I was about to say something similar.
I have an Apple Watch Series 7. Average battery life is ~30 hours. Less if it runs on LTE instead of Bluetooth.
That watch is more expensive than the Galaxy Watch 4. At launch and second hand.
Now you can get a good/mint condition used Galaxy Watch 4 Classic 46mm LTE for around ~$150 on Swappa. The same tier Apple Watch Series 7 on Swappa goes for ~$225 on Swappa.
And the Apple Watch doesn’t even have blood pressure like the Watch 4 does. Granted, you have to do some sideloading to get it working in the States until FDA clears it, but the hardware is still there.
Price will be the deciding factor between this and a Motorola Edge Plus 2013 for me.
OnePlus is ticking all the right boxes for me to invest in my first foldable. If they land the price (ideally the $1,399.99 or less that the Pixel Fold was rumored to be), it’s a guaranteed buy for me.
From what I’ve read, OnePlus updates are slower than Samsung but faster than Motorola.
I agree about wanting the phone.
While the earlier renders were considerably sleeker, I’m fine with the added bulkiness look considering that they went with Samsung screens last minute, and it looks like it will have either a Time-of-Flight (ToF) and/or a LiDAR sensor in the camera.

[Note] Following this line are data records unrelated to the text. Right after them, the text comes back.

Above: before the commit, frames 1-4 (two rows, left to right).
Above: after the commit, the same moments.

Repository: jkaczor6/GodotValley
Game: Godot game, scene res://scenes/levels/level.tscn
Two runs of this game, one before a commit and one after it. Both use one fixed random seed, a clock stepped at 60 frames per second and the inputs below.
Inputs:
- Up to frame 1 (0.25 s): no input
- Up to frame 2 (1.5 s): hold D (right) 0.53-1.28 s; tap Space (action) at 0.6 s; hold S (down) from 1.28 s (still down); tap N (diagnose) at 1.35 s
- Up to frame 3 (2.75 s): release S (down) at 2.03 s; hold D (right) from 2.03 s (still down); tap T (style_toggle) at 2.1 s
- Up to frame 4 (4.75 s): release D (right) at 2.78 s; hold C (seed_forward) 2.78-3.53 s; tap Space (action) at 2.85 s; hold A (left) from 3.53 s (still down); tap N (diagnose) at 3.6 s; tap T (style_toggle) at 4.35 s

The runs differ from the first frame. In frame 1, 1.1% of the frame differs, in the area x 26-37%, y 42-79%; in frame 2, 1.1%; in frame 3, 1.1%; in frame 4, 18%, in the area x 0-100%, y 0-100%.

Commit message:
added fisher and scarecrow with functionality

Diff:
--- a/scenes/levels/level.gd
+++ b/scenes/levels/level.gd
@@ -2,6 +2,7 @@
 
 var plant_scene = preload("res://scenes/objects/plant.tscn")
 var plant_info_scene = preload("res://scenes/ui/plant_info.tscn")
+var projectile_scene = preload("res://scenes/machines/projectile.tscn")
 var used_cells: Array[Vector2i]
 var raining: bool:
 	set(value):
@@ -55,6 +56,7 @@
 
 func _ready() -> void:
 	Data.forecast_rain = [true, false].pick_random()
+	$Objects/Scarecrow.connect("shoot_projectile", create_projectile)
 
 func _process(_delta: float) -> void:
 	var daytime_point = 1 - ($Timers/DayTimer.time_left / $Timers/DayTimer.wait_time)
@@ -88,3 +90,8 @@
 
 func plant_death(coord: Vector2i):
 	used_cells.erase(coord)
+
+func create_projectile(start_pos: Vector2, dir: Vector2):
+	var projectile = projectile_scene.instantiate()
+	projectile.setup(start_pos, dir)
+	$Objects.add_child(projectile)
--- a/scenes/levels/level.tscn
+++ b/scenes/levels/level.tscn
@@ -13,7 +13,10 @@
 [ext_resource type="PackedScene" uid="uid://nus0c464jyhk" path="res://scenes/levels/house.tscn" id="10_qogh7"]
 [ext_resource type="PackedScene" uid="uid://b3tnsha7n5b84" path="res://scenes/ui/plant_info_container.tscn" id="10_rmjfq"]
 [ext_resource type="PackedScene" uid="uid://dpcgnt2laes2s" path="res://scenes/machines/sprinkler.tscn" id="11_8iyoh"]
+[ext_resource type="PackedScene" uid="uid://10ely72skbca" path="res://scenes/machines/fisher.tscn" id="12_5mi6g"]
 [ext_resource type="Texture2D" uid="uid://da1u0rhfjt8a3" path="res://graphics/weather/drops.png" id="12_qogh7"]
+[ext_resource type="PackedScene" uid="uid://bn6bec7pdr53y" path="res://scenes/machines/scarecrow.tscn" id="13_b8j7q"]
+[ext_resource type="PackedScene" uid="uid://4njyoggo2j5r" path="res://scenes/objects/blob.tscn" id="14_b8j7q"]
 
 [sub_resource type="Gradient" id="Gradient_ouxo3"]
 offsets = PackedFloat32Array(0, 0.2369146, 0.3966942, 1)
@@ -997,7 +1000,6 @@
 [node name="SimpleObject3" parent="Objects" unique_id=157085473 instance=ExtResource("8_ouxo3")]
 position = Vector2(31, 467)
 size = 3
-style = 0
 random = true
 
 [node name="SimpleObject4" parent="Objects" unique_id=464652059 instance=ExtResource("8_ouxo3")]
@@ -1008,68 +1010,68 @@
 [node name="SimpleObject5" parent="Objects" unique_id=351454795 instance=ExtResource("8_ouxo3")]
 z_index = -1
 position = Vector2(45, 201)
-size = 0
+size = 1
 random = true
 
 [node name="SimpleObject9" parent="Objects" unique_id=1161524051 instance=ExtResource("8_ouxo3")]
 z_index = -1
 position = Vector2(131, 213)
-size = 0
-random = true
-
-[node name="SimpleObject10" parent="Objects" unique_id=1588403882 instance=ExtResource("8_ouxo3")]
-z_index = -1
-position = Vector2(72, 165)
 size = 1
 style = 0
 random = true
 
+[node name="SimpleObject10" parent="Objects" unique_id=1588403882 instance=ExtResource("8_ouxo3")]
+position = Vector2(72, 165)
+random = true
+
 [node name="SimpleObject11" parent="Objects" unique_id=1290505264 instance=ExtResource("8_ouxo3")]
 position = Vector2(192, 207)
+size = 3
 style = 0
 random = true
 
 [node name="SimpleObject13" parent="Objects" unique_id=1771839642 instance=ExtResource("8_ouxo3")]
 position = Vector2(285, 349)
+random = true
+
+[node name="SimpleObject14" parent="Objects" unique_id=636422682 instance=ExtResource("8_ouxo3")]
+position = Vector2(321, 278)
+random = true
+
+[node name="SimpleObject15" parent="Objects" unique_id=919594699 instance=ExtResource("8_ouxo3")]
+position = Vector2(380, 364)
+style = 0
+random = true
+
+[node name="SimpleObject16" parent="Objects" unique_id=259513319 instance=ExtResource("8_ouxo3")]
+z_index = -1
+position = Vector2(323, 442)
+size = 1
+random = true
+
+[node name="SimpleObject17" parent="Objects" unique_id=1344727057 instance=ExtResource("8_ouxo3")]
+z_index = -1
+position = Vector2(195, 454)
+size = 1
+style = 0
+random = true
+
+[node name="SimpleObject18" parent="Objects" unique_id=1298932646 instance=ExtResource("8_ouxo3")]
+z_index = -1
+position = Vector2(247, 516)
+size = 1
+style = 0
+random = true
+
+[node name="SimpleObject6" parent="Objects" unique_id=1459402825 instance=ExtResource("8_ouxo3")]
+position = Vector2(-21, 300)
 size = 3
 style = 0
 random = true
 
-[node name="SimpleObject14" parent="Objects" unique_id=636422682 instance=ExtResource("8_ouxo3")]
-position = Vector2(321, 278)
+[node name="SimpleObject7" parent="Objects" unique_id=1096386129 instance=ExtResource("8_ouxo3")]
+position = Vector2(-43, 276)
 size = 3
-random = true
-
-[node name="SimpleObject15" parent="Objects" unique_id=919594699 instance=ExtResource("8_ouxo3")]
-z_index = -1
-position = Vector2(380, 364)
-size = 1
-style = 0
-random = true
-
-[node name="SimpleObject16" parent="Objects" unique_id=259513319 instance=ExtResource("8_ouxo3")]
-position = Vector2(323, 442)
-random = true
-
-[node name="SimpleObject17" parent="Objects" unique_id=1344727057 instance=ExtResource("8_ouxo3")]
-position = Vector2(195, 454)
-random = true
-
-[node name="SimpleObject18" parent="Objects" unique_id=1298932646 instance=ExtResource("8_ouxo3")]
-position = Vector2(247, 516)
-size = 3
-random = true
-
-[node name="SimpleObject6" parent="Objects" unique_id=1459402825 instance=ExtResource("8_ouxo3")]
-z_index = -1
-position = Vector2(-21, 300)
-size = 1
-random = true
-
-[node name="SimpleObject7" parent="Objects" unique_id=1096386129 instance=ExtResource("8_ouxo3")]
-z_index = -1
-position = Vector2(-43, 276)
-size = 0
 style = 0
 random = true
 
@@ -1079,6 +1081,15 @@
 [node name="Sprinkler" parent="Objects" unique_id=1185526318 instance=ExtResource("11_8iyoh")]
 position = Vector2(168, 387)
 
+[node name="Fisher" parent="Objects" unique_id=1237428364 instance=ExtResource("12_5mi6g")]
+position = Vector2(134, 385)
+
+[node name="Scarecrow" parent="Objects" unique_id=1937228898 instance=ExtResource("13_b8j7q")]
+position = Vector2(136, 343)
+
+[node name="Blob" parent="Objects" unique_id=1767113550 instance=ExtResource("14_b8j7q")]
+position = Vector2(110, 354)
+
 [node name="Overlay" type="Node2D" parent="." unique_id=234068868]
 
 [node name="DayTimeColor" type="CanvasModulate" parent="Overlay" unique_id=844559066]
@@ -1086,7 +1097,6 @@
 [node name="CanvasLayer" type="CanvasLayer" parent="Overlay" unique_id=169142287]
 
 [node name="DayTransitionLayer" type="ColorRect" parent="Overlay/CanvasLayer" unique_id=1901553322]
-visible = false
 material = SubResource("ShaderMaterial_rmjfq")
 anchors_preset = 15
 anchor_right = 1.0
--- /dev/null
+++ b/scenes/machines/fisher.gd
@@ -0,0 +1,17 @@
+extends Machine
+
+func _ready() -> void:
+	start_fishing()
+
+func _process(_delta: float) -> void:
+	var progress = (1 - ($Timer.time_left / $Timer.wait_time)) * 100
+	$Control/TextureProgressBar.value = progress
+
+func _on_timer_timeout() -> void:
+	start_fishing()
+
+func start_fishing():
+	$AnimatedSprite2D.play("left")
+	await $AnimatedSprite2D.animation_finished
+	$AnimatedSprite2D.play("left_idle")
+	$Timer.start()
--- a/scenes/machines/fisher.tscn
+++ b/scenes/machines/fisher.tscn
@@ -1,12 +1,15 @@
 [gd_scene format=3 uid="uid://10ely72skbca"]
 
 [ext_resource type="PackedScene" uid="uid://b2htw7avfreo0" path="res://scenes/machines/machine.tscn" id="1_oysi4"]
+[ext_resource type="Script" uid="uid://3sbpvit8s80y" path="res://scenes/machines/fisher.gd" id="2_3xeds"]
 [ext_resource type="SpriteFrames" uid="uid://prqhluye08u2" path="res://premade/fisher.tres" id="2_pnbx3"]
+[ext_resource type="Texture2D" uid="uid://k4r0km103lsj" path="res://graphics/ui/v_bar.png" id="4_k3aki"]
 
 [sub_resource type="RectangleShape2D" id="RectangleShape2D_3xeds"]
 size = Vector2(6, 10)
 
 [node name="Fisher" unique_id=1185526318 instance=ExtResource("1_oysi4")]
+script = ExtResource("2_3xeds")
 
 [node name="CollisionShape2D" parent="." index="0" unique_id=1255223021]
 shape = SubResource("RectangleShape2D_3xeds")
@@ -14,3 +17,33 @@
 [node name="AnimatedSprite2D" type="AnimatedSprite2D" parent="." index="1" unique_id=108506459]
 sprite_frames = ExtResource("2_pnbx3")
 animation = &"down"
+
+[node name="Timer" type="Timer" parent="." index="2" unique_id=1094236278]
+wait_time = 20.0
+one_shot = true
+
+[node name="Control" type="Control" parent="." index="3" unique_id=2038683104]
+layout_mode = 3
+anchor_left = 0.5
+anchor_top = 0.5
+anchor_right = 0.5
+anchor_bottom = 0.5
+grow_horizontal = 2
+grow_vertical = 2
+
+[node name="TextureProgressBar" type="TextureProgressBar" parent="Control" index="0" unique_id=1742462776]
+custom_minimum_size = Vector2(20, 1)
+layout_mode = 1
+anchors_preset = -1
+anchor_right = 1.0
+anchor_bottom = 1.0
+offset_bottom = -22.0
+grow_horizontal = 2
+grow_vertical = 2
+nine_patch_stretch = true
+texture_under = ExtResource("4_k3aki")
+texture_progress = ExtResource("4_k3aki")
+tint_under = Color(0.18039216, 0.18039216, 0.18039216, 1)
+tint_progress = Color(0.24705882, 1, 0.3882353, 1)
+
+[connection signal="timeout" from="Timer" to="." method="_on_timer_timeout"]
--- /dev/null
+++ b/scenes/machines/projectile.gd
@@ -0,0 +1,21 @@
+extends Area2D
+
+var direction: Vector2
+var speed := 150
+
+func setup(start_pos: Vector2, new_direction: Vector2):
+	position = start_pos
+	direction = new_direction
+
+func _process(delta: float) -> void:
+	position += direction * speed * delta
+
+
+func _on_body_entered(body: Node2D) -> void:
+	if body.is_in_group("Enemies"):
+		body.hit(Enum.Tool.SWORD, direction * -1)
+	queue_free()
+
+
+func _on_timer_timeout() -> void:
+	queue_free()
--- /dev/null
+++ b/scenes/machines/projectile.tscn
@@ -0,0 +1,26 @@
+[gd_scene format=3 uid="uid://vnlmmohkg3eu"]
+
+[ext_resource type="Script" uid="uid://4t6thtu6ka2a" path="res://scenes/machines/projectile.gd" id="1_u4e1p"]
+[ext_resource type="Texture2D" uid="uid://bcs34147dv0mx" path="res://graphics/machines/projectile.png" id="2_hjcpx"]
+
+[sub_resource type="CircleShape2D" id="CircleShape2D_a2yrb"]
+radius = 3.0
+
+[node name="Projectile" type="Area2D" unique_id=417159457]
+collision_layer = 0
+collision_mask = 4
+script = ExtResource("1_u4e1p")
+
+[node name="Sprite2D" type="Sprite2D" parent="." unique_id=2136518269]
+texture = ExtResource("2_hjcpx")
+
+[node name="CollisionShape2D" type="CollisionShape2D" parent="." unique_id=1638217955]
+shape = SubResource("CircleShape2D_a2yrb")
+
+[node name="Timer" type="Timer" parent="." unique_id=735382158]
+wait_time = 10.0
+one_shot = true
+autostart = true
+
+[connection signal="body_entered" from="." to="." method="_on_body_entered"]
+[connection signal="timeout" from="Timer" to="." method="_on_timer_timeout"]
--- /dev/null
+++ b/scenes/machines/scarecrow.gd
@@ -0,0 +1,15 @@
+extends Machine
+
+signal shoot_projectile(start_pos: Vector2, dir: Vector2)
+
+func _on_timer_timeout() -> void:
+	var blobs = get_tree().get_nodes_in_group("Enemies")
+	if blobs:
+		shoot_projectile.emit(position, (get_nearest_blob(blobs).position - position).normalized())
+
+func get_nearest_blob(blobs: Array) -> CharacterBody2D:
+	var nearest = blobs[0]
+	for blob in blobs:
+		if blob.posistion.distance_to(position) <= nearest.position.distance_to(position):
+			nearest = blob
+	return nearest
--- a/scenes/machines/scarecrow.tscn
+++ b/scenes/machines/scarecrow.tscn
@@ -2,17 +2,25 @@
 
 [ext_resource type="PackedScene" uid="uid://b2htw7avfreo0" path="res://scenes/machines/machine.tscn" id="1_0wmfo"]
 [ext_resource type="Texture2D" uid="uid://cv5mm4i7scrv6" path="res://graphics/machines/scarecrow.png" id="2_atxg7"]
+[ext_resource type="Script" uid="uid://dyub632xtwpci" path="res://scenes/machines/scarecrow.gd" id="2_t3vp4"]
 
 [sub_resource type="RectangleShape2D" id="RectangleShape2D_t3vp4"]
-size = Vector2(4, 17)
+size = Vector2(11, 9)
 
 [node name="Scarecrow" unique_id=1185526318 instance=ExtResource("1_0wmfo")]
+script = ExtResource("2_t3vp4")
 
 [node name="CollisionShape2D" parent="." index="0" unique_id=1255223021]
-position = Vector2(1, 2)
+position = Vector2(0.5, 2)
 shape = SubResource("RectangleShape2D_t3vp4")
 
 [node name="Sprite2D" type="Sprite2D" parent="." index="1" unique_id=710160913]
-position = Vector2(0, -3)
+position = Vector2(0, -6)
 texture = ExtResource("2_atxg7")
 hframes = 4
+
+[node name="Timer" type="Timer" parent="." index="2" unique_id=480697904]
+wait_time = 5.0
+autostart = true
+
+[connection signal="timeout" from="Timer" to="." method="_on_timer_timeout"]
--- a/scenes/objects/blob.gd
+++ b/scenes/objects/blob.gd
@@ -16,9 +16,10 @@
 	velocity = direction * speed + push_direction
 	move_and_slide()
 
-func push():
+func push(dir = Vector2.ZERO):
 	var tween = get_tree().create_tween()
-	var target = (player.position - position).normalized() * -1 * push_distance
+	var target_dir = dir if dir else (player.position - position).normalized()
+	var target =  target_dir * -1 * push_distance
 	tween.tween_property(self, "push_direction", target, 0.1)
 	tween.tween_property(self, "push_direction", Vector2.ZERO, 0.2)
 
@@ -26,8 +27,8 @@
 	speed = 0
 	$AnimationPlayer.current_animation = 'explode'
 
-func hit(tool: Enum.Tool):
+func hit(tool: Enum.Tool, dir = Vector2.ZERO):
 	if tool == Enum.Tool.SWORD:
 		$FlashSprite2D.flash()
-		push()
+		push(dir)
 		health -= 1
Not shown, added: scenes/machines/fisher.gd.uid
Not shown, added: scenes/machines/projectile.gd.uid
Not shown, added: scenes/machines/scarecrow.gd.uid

A Samsung display could put this device in Samsung/Apple tier territory real quick if they price it right and at least match Samsung on software updates.
The Open is quickly becoming what the Pixel Fold should have been.
Compared to Google, I think the SOC that will make it stand apart from the Pixel Fold. The Tensor 2 chip was still based on Exynos, so having the Snapdragon 8 Gen 2 will put it up against Samsung almost immediately.
Compared to Samsung, it will likely come down to a boring iteration with relatively dependable QC vs a device pushing the boundaries of the genre with potentially less dependable QC.
I do think the Open could become the Foldable for ROM junkies. I think that market will prefer the SD over the Tensor.
I’m really leaning into buying a OnePlus Open when they come out, depending on price.
I currently have an iPhone 12 Pro Max, which is starting to act like a three-year-old phone.
With the price hikes, the iPhone 15 Pro Max could be within $100-$200 of the Open, if OnePlus decides to price the Open closer to the Oppo Find N2 rather than the Samsung Galaxy Fold.
So… $1,199 for an iPhone 15 Pro Max with an outdated screen, still no touchID, and no mute switch, or…
Possibly ~ $1,099 - $1,399 for a OnePlus Open for what will be the largest foldable on the market with the latest hinge tech, fingerprint scanner, and a mute switch.
I’ll likely pick up a cheap Samsung Galaxy Watch4 Classic LTE to use until the Watch6 Classic comes down in price next year.
I don’t want to, but I’m thinking about switching to FF since Edge and Chrome have been having freezing issues for the past six months or so.
Native ad blocking via extension would definitely help nudge me over. Especially since I’m considering getting a OnePlus Open and a web browser would be a vital part of the Foldable experience.